DATA UNDER STUDY START

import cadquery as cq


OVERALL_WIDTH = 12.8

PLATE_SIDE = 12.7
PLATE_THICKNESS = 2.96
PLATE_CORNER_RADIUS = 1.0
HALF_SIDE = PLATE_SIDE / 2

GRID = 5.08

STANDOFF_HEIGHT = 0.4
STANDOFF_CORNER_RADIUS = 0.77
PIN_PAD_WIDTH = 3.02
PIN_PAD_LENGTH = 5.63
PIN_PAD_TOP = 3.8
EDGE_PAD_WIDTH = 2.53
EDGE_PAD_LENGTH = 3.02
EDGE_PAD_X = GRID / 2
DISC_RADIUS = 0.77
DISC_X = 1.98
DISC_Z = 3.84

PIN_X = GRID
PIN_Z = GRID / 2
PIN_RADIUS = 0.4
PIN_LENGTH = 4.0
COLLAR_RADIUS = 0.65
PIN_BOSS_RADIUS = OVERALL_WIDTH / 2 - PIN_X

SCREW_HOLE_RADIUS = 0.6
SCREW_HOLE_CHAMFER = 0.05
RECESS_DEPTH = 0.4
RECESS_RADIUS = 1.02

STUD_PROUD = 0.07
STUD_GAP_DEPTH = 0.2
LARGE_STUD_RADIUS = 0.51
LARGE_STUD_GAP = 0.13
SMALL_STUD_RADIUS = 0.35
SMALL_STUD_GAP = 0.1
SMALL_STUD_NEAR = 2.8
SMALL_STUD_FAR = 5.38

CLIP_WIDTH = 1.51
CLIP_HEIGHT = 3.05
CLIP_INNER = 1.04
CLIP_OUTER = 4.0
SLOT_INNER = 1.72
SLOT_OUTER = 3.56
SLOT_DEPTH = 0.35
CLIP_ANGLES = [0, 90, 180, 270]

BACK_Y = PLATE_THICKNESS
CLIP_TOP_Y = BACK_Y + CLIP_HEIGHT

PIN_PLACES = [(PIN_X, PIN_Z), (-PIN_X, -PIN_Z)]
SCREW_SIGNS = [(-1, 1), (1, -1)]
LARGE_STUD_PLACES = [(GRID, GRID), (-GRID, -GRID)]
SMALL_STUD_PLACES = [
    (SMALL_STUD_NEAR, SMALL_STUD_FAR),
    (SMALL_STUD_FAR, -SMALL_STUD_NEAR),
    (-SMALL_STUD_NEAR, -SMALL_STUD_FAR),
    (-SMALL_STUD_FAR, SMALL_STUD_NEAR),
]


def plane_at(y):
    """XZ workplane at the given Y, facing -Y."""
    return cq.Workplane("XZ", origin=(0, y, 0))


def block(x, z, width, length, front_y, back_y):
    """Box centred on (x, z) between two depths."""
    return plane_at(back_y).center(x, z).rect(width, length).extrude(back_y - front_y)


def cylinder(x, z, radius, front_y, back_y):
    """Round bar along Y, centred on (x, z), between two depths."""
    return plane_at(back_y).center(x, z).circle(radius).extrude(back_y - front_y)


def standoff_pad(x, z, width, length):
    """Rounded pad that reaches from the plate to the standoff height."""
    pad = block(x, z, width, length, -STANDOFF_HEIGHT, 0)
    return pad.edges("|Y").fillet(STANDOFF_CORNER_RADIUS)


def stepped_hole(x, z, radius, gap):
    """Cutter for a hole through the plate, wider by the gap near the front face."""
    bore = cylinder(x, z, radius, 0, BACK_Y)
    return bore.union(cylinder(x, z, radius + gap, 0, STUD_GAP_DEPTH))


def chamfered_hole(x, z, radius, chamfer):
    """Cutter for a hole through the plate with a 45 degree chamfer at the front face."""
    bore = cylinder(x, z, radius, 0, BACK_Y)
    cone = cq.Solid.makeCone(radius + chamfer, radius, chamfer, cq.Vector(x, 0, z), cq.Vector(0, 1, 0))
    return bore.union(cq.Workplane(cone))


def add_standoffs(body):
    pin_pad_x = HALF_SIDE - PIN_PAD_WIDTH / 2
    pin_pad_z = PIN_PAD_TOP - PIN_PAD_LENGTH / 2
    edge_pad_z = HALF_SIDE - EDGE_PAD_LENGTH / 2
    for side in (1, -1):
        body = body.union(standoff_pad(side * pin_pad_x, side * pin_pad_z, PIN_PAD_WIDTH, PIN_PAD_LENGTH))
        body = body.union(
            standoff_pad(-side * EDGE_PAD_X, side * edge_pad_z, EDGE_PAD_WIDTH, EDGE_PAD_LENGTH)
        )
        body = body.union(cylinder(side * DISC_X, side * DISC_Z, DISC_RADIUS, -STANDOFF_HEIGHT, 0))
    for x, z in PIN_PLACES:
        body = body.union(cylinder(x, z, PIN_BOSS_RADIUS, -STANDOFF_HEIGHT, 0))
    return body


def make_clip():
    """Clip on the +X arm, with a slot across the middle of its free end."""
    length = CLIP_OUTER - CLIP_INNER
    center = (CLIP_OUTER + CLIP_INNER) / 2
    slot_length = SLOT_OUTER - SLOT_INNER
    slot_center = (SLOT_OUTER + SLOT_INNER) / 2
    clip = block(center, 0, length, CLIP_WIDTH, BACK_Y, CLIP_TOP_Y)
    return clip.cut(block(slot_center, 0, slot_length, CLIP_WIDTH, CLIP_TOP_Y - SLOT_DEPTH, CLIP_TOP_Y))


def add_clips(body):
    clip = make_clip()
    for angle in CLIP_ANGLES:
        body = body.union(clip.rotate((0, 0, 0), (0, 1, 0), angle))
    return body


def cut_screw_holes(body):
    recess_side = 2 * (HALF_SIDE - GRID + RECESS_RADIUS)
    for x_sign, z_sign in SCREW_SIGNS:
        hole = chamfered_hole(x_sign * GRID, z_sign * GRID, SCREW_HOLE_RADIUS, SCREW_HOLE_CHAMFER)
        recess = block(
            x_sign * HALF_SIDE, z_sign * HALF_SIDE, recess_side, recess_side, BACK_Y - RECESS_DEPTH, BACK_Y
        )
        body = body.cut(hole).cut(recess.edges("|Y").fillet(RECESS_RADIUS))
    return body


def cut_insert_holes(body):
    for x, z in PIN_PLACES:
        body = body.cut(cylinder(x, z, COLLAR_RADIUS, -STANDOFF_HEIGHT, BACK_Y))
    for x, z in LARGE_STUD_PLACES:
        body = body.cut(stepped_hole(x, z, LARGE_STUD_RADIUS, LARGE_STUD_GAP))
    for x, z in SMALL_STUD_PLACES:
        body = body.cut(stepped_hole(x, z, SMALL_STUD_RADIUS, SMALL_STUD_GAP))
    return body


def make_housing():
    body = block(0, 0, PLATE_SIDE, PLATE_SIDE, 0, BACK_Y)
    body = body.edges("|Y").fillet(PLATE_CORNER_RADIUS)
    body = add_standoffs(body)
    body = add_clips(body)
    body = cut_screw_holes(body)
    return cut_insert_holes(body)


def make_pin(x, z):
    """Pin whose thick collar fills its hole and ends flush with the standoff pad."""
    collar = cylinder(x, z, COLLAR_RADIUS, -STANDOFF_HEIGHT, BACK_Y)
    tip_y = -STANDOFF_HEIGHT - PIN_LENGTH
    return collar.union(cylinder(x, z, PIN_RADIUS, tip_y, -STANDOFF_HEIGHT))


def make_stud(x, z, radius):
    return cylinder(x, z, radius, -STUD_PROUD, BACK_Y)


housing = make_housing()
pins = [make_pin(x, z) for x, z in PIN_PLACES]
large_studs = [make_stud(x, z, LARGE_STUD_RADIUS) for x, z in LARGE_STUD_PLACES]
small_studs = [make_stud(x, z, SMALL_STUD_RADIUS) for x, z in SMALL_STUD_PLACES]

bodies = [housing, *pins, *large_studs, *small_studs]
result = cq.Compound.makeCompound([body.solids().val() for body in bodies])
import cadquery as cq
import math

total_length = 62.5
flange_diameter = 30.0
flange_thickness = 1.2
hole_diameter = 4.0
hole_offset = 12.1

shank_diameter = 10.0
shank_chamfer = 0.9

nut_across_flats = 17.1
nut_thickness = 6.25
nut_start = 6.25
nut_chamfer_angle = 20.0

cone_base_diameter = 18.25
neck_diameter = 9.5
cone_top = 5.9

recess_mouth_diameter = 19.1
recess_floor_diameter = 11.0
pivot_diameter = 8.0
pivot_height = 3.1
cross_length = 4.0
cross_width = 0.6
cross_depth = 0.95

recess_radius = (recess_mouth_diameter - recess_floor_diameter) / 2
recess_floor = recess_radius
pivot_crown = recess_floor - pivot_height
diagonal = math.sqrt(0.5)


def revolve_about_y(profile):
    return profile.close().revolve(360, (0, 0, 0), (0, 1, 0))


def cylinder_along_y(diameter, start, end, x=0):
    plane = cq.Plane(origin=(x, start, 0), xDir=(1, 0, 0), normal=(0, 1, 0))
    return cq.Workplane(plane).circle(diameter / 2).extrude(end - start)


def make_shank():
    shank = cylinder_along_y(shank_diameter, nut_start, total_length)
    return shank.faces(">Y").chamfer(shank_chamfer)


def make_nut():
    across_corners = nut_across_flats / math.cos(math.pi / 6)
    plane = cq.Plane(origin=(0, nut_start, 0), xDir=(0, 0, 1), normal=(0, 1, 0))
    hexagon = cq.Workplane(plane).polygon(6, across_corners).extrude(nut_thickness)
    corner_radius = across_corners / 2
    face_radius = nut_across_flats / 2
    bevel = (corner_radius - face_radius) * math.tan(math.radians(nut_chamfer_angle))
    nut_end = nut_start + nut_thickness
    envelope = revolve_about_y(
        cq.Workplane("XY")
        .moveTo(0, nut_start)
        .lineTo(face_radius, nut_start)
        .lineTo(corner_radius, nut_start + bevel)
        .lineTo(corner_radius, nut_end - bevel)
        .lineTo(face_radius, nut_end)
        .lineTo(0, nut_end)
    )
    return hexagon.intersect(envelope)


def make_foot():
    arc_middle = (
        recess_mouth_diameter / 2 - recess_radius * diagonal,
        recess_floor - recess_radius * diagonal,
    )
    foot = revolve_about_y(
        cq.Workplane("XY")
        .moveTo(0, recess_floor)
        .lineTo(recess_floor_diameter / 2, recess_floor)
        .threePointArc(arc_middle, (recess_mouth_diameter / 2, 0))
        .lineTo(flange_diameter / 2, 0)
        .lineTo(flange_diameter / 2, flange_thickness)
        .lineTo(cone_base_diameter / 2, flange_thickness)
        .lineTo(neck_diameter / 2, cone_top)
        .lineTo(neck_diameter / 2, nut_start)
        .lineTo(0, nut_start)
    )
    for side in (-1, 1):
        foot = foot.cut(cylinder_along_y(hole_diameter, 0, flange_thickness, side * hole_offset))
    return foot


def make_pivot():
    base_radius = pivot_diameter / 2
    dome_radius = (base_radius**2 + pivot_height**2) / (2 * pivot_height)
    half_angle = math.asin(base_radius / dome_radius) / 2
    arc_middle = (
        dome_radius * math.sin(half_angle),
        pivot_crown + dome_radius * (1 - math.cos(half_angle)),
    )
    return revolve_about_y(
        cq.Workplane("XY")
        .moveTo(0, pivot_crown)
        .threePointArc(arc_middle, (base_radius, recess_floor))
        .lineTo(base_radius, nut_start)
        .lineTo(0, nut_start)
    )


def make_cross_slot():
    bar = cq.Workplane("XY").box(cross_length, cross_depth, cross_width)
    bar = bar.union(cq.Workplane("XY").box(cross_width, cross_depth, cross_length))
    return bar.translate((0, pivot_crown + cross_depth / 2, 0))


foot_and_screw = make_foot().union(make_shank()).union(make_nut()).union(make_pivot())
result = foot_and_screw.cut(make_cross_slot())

DATA UNDER STUDY END

### ASSIGNMENT
What lines in the data above contain the word "extrude"? Copy them all.

### EXERCISE RESULT
    return plane_at(back_y).center(x, z).rect(width, length).extrude(back_y - front_y)
    return plane_at(back_y).center(x, z).circle(radius).extrude(back_y - front_y)
    return cq.Workplane(plane).circle(diameter / 2).extrude(end - start)
    hexagon = cq.Workplane(plane).polygon(6, across_corners).extrude(nut_thickness)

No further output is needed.